# Has Changing to a different device spoiled a juice for you?



## Johan R (10/5/16)

So my vaping journey started with a twisp, and after finding the juice a bit strong for me I got a specific brand and flavour that just worked for me. Nice sweetness but not too much. Just right, an enjoyable vape for me. Then I decided to go out and buy the big boy equipment.. Cubis tank and mod to fit , but found that my favourite juice's flavour changed. More fruity although very slightly, almost no sweetness. So After a few weeks of struggling with the Cubis(Yes, it has got some antics) I went out and got the Krixus.. O my word, clouds and flavour galore. But now my favourite juice is way way too fruity. Not getting that sweet hint at all anymore. Loads of fruity flavour, but no sweetness?

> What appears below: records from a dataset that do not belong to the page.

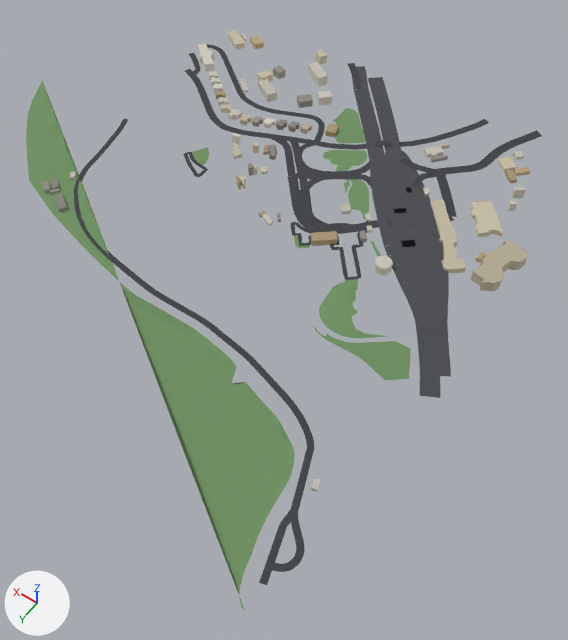
Two versions of the glTF model public/tiles/tile_5_8.glb, one commit apart.
Both versions are drawn from a 50 mm camera at (-3016.0, 2461.0, 654.0) aimed at (-2698.0, 2016.0, -46.0). The axes (+X, +Y, +Z) are drawn at lower left. The lights are the same throughout. The first picture is the older version. Where no turn or scale is listed for an object, it has been applied to the vertices.

Objects in the first picture: 'bld_5_8', 'grn_5_8', 'road_5_8'.
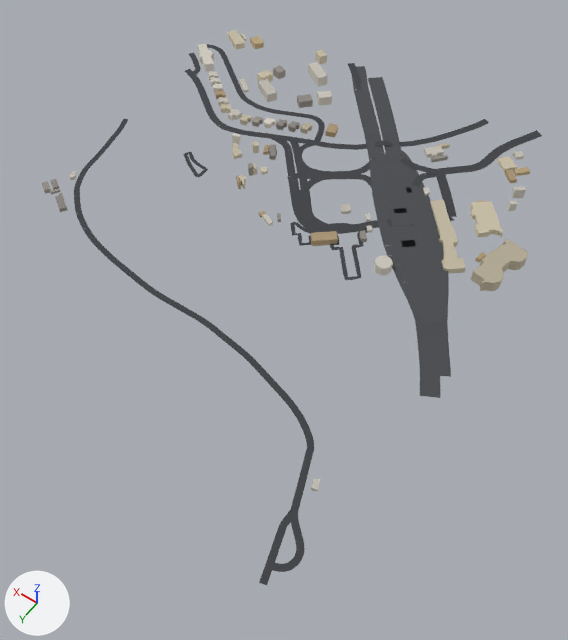
What the commit changed:
Object 'grn_5_8' (ob_grn_5_8) is deleted.

Boxes (x1, y1, x2, y2) around the edits, measured in the pictures (568 x 640 px):
'grn_5_8', deleted (green)
    before: (26, 80, 411, 611)

Now I always thought that your juice would taste relatively the same in any device, maybe more or less pronounced.. But not completely different.

Reactions: Like 1


----------



## Silver (10/5/16)

Hi @Johan R 

You bring up a very important point. The equipment can make quite a big difference to what you taste.

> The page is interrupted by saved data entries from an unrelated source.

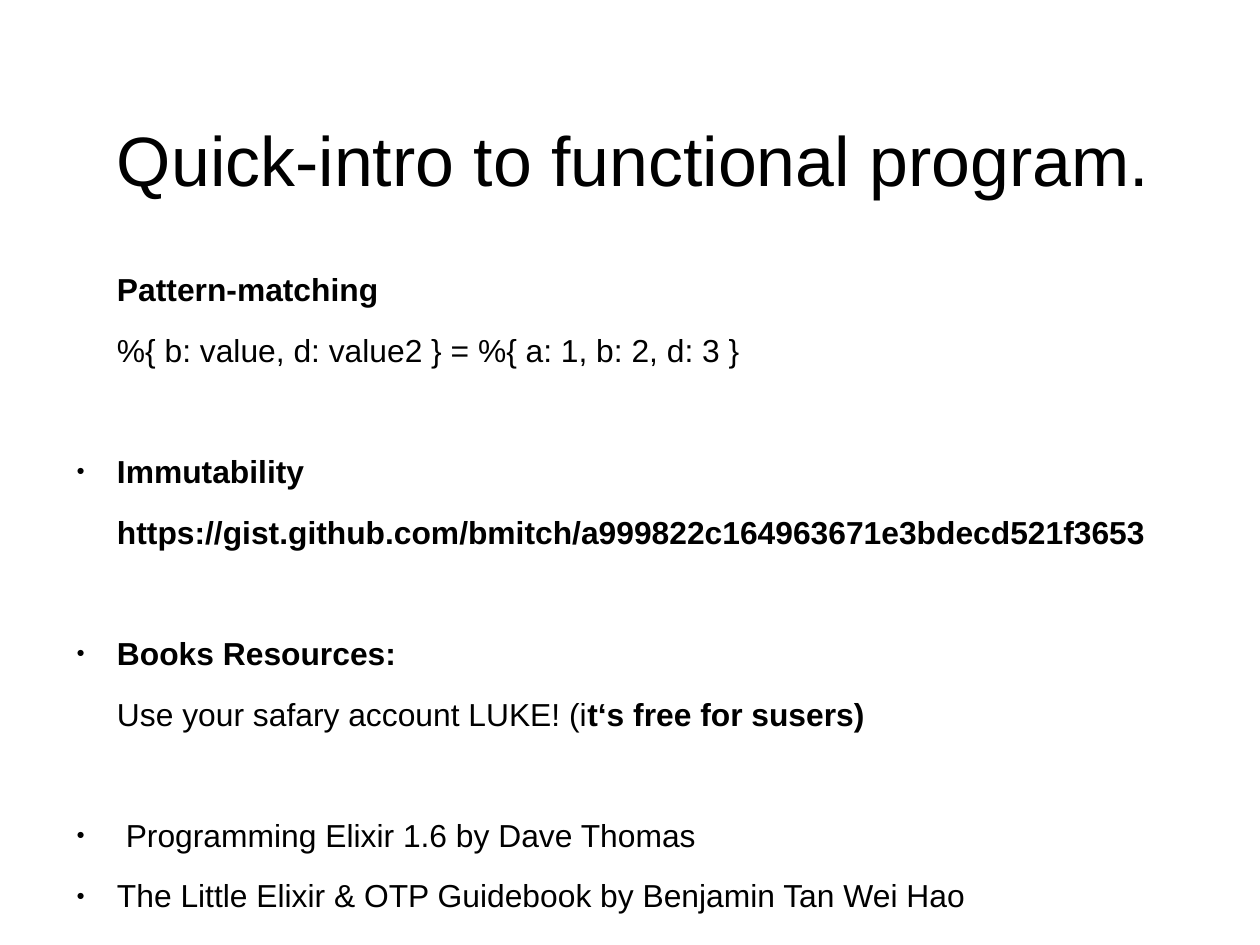
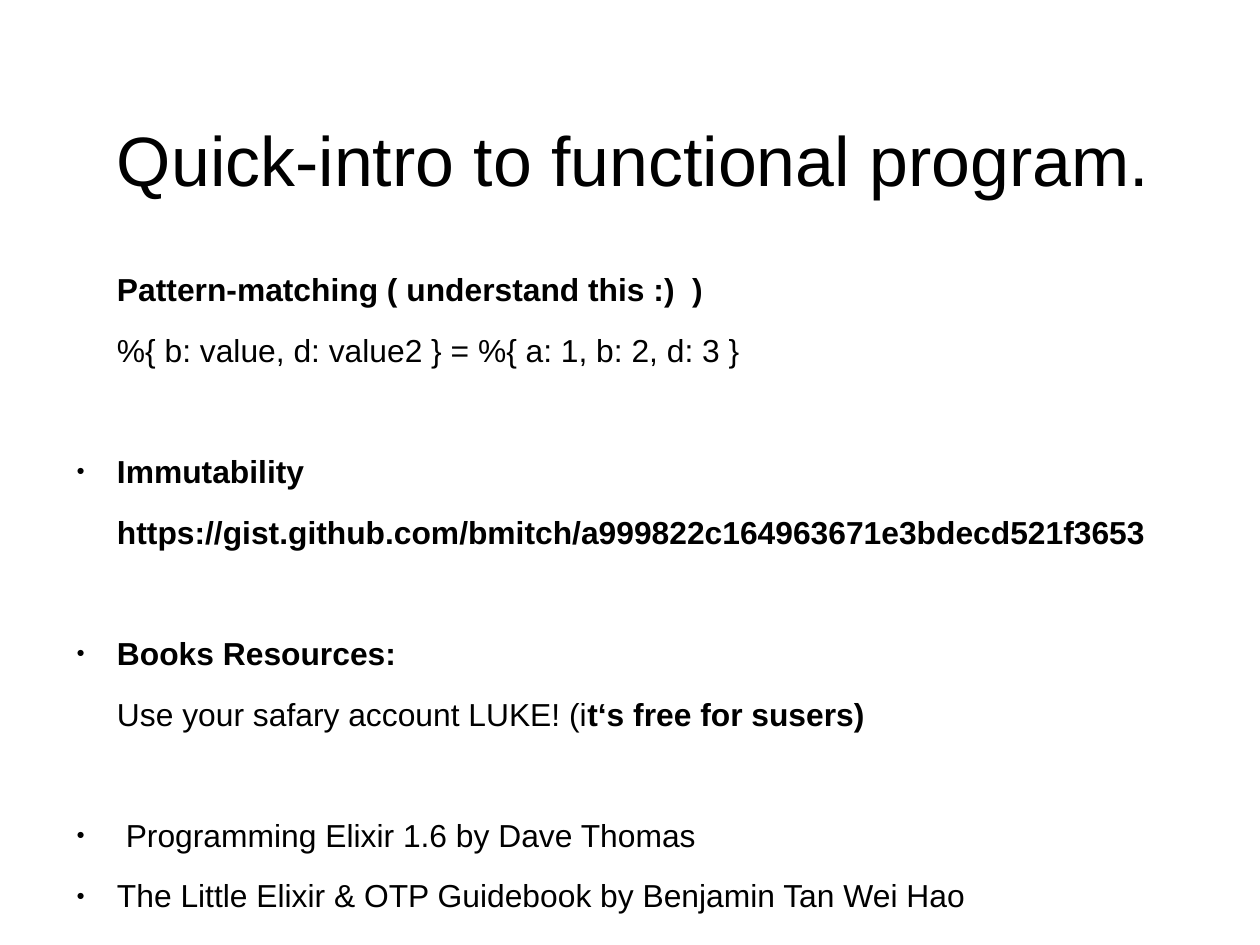
Before and after one commit to MalloZup/presentations, a slide deck: slide 8 of 2018/hackweek/elixir.odp. Drawn at 1260x945 pixels with LibreOffice and Linux fonts; fonts in the diff are those of the drawing. Boxes give left, top, right and bottom in pixels: in the first picture for what was removed or moved away, otherwise in the second. Text is boxed around its words. In the diff, an @@ line names an element or a change of style, - is before the commit and + after.

```diff
--- a/2018/hackweek/elixir.odp
+++ b/2018/hackweek/elixir.odp
@@ text at <box>117,278,644,307</box>: text changed @@
-Pattern-matching
+Pattern-matching ( understand this :) )
```
Also in this commit, not shown: 4 other slides changed.

Lots of variables at play. Power, airflow, wicking material to name a few

I too have certain liquids that are just perfect in some devices and far from perfect in others.

For example, my little Evod1 with the stock silica coils at very low power "loves" the thinner (50/50) 18mg fruity menthols. But those juices in the drippers or the Reo or higher powered tanks is really not great and a bit too harsh.

My Reo/RM2 absolutely loves a strong tobacco in mouth to lung mode. If I put that in a airy tank its not as nice for me. 

I wouldn't say the juices taste completely different across setups - but can change from being absolutely amazing to being so-so.

Reactions: Agree 2


----------



## Nailedit77 (10/5/16)

Johan R said:


> So my vaping journey started with a twisp, and after finding the juice a bit strong for me I got a specific brand and flavour that just worked for me. Nice sweetness but not too much. Just right, an enjoyable vape for me. Then I decided to go out and buy the big boy equipment.. Cubis tank and mod to fit , but found that my favourite juice's flavour changed. More fruity although very slightly, almost no sweetness. So After a few weeks of struggling with the Cubis(Yes, it has got some antics) I went out and got the Krixus.. O my word, clouds and flavour galore. But now my favourite juice is way way too fruity. Not getting that sweet hint at all anymore. Loads of fruity flavour, but no sweetness?
> 
> Now I always thought that your juice would taste relatively the same in any device, maybe more or less pronounced.. But not completely different.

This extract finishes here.